Since my local was so broken, I jumped out to a cloud environment to try and reproduce the admin/content issue and work around it. The good news, is that I was able to get the error!

Uncaught PHP Exception InvalidArgumentException: "A valid cache entry key is required. Use getAll() to get all table data." at /mnt/www/html/drupal4gov/docroot/core/modules/views/src/ViewsData.php line 140 request_id="v-80413364-243b-11eb-83bf-d70cc6e981a0"

4. I tried to load up the views ui module in prod so that I could visit the view and see what’s up. That’s where I found my final error:

The module libraries does not exist.

Starting Repairs

So we are in a cluster here, as we have 4 competing problems that are all interacting together to create the perfect storm. The site is broken, we are blocked from updating, and we have a database in a bad state (module gone but still enabled). Let’s start fixing this with the “easy” stuff first.

Fixing the Libraries Problem

The libraries issue is, honestly, the easiest to fix. This is a semi-common problem in Drupal: you have removed a module from the codebase (in this case, libraries) but you didn’t properly uninstall it first.

Warning: this is dangerous and should only be done in a worst case scenario. Ideally, you would properly uninstall a module to avoid this scenario entirely (which means you uninstall it, THEN remove it from the codebase: this may need to be facilitated across multiple deployments).

To fix the libraries problem, I ran this command:

drush cdel core.extension module.libraries

drush cr

This effectively removes the configuration for the libraries module directly from active configuration so it stops throwing errors.

Fixing the Views Problem

Now that the libraries problem is fixed, I can enable views_ui and get into the admin/content view config to see what’s going on.

Screen Shot 2020-11-11 at 9.13.16 AM.png

If you look carefully, you’ll see there are FOUR broken/missing handler issues in this view. That’s a problem! The ‘quick’ fix is to delete those out of fields, filters, and relationships to solve the problem. The more thorough fix is to go into docroot/core/modules/node/config/optional/views.view.content.yml and grab the “proper” version of this view config and replace it.

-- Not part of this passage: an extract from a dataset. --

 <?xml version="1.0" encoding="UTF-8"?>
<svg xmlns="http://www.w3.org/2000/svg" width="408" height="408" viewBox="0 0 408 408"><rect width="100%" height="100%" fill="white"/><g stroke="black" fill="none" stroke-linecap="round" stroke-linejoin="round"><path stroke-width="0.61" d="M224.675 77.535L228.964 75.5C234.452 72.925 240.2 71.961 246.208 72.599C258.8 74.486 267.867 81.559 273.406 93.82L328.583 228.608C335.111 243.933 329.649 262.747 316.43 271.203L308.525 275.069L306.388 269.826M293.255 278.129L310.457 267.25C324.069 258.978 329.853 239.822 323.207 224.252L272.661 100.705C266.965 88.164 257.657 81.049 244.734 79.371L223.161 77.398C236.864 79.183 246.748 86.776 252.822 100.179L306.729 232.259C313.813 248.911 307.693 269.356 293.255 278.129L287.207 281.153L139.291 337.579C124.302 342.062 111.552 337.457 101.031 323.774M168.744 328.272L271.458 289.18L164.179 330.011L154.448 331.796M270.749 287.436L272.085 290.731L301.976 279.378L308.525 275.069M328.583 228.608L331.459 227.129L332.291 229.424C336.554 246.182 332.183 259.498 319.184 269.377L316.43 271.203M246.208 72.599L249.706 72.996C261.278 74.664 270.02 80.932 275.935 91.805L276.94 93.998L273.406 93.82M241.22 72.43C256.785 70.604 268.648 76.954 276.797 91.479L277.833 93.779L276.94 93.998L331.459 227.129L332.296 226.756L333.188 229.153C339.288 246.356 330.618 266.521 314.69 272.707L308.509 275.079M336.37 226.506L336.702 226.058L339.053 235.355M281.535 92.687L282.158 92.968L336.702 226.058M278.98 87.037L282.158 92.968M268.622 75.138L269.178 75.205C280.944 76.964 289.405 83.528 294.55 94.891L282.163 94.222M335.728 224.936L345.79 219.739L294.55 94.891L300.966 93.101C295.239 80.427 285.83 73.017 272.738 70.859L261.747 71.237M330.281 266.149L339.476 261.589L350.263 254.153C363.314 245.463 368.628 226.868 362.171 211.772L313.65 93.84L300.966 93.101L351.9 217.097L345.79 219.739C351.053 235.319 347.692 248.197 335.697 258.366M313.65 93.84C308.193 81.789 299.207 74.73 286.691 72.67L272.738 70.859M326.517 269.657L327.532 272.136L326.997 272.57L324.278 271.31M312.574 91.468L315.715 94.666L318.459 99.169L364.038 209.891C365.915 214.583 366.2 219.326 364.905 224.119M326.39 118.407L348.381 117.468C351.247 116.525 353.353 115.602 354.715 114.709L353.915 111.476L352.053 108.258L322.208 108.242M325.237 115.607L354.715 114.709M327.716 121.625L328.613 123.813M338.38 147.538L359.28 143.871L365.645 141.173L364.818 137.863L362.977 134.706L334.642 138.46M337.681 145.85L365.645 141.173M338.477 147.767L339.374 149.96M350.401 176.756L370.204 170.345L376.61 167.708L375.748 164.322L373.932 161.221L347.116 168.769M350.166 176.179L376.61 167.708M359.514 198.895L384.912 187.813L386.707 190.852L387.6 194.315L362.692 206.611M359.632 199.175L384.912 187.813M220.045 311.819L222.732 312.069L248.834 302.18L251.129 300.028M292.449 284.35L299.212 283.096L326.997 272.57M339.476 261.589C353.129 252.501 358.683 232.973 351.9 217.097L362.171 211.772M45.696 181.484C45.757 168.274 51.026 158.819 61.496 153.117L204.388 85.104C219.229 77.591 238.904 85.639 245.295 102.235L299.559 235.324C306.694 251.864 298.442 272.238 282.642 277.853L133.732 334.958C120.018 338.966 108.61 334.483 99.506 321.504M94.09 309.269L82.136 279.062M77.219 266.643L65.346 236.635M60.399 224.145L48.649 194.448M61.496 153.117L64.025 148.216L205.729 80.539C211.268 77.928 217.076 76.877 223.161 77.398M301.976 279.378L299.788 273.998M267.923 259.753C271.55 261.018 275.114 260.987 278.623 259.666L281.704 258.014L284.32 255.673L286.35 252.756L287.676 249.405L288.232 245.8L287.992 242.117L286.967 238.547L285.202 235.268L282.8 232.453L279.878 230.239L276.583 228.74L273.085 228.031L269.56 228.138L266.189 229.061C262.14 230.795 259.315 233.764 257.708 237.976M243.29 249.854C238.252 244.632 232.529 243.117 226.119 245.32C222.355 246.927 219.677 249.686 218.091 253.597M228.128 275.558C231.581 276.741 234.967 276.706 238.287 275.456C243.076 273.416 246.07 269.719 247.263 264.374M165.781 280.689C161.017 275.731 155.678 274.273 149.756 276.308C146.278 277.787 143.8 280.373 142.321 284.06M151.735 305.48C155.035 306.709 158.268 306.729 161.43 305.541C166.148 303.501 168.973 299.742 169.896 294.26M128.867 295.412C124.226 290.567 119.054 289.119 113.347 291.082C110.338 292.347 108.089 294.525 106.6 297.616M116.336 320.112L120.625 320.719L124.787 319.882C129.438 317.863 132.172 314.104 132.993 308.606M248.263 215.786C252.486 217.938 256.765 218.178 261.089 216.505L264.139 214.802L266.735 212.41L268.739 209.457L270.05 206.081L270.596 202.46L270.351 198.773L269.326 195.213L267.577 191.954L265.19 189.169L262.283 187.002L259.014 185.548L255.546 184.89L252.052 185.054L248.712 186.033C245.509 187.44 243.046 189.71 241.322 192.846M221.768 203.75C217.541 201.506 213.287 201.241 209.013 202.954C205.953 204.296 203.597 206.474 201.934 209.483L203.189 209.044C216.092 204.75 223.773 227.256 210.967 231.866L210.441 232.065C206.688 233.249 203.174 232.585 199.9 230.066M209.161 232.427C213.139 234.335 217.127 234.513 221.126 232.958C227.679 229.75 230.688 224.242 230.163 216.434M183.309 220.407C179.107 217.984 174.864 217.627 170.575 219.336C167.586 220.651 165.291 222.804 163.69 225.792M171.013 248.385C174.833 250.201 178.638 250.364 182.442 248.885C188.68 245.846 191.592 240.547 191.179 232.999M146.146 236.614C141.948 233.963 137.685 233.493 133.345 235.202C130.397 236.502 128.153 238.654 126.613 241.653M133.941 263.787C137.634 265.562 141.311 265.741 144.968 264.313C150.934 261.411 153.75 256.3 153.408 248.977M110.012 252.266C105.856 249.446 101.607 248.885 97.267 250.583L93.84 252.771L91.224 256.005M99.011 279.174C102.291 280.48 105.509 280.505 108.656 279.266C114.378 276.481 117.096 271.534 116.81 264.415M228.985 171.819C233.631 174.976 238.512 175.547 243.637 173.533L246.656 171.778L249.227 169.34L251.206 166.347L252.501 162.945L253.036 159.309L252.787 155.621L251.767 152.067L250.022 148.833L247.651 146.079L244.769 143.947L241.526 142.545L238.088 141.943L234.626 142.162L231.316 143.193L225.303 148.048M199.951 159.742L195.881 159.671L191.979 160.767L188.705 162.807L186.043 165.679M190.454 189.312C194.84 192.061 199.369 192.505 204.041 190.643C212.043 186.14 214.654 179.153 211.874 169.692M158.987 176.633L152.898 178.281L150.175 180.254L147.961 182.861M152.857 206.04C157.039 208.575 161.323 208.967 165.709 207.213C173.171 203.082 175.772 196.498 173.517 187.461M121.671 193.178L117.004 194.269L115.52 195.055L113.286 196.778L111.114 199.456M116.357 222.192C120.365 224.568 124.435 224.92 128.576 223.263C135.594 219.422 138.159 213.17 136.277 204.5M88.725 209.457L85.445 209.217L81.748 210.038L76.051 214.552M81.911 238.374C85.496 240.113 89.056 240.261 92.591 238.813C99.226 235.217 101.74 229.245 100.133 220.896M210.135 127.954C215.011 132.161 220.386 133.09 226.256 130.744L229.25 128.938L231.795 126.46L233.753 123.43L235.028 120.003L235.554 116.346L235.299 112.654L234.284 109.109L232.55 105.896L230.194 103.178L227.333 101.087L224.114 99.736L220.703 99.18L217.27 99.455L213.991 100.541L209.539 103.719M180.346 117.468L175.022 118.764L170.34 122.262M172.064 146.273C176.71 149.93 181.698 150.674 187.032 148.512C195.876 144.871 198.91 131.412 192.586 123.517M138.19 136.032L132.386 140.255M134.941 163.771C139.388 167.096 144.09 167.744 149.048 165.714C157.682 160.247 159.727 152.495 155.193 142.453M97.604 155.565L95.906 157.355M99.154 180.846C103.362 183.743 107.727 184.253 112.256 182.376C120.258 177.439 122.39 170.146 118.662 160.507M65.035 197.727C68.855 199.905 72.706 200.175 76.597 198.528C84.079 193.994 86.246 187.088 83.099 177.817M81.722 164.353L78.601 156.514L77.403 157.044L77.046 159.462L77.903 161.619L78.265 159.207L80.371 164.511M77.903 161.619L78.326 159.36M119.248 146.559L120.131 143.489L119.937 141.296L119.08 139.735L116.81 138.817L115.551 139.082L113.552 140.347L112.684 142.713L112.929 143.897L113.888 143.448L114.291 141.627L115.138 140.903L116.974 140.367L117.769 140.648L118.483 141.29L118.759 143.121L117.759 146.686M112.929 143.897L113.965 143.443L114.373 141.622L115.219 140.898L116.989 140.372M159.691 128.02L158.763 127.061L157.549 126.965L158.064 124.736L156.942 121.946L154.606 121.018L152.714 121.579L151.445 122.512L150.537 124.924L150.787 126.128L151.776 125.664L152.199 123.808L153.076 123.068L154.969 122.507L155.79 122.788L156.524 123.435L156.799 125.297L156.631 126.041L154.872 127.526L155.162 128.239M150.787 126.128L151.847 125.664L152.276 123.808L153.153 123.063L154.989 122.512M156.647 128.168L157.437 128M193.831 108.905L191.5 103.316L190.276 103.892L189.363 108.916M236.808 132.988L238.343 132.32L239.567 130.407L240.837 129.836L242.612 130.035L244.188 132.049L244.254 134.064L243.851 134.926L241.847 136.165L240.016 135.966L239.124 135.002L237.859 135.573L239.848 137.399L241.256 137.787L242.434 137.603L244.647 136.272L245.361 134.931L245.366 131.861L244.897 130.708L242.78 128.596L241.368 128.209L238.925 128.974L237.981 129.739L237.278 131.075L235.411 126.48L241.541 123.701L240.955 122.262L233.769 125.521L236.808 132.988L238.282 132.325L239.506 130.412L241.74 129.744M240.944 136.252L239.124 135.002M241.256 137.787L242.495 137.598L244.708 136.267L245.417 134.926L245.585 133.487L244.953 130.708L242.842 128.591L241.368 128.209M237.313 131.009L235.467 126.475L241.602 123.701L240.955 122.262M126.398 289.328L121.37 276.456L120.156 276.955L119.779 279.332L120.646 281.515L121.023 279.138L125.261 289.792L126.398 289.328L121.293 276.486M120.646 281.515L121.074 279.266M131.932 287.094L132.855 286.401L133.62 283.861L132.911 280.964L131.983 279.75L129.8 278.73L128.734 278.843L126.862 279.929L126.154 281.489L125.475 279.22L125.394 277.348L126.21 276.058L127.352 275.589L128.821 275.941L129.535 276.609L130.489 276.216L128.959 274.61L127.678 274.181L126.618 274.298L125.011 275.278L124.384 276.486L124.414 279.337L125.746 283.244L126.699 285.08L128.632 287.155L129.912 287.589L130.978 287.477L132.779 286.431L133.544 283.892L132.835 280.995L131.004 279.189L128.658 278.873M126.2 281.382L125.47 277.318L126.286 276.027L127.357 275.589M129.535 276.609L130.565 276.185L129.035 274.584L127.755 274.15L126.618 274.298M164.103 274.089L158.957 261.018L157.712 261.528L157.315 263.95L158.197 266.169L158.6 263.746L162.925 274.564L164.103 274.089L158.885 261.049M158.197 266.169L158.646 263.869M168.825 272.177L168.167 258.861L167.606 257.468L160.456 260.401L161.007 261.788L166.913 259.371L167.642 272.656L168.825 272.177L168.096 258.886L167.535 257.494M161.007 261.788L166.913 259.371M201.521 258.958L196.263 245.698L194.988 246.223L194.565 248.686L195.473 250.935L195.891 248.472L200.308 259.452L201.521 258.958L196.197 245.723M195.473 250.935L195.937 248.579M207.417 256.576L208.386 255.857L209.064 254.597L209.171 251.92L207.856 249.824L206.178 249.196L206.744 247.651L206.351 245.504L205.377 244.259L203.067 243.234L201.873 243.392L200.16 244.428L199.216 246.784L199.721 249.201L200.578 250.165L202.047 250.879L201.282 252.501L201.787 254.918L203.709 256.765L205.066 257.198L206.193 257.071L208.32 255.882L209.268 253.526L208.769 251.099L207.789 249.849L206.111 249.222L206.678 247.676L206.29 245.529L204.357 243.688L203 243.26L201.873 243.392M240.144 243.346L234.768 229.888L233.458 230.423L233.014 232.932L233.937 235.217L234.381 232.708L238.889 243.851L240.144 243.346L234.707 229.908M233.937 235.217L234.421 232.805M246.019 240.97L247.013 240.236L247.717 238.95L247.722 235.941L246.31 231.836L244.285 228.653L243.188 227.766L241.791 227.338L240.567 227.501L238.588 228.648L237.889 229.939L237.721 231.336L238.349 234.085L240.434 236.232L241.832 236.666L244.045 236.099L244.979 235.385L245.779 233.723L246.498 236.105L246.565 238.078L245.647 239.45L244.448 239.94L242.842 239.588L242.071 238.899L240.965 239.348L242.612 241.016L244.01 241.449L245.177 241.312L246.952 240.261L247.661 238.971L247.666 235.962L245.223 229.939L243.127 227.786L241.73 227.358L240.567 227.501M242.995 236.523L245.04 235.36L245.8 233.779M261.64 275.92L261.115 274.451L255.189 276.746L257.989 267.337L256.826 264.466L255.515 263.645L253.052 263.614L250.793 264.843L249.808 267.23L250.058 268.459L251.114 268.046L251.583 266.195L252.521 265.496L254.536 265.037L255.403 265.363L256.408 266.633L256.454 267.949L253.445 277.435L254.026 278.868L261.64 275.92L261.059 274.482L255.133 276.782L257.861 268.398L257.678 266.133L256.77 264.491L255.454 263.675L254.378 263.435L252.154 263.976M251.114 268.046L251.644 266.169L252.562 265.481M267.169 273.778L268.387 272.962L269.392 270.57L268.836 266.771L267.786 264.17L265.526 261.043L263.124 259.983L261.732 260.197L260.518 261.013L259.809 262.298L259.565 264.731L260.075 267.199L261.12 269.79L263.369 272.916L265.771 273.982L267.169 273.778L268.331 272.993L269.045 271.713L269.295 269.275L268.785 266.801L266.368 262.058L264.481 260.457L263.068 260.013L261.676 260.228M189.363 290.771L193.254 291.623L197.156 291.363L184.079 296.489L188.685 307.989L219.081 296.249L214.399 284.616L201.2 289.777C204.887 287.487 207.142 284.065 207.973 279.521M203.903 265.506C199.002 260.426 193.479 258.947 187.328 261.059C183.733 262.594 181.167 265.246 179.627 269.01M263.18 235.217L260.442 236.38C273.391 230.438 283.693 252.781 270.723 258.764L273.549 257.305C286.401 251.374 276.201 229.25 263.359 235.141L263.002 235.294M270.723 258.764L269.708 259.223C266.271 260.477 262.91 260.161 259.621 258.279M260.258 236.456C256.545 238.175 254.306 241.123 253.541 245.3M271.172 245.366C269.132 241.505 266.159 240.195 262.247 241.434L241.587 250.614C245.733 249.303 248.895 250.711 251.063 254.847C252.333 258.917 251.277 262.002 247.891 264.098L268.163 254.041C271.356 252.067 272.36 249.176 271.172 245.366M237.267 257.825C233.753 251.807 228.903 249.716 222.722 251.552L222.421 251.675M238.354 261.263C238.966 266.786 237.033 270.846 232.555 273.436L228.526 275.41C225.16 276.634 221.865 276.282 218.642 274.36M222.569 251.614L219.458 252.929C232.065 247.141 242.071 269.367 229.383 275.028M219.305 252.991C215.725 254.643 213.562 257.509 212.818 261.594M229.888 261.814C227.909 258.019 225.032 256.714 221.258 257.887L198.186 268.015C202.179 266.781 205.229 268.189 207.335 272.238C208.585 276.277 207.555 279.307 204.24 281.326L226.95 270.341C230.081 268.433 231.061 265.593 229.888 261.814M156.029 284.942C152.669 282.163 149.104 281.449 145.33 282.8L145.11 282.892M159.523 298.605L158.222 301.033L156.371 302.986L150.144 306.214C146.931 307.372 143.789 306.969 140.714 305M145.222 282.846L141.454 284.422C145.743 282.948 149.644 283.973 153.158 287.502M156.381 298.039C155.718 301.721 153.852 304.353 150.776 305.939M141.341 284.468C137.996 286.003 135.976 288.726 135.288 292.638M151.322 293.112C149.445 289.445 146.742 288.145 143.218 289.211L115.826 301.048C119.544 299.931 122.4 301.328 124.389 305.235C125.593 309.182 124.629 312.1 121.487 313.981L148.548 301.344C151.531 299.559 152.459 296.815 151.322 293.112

Once this is done, the admin/content issue should be resolved.

Fixing the Composer 2 Issues

I wrote extensively about updating to Composer 2. Hop over to that post to read more about that!

Resolving the Update Issues

So once you’ve gotten the site working with Composer 2 (and updated the config to remove libraries and resolve the admin/content view) it’s time to make sure that all the current code aligns. This should be done by following this procedure:

sync your (now working) database
update your dependencies with composer (locally)
run database updates (drush updb -y)
run lightning updates (if using lightning — drush update:lightning)
export config changes

Note that on the project, my issues in updates were due to a media_entity_instagram update that wasn’t being properly applied. In the end, this was just a database update / config update that needed to be applied… but of course I couldn’t do that because of the other issues going on.

Root Cause Analysis

So the root cause of this is a super common one: dependencies got updated without properly applying databse updates and integrating configuration updates. The fact that the admin/content page got pushed to production when it’s fatal erring is a good indication that testing didn’t occur as well.

It’s absolutely critical that anytime a module, profile, or drupal/core get updated that you run database updates, export configuration, and thoroughly test. Thoroughly testing means re-running the updates you just applied from the beginning (e.g. syncing database, running updates, importing configuration, etc.). It should also mean some manual testing!

At the end of the day, this one took a few hours to sort out. The underlying problem was actually super simple to fix, but all the other cruft in the way made it much more challenging than it “should have been” to deal with.

Do everything in your power to avoid these situations! We were not far off from trying to roll back a database and deploy tag. That is the nightmare scenario because you have to choose between content / work and a working website. Thankfully we were able to work around this issue so that isn’t necessary!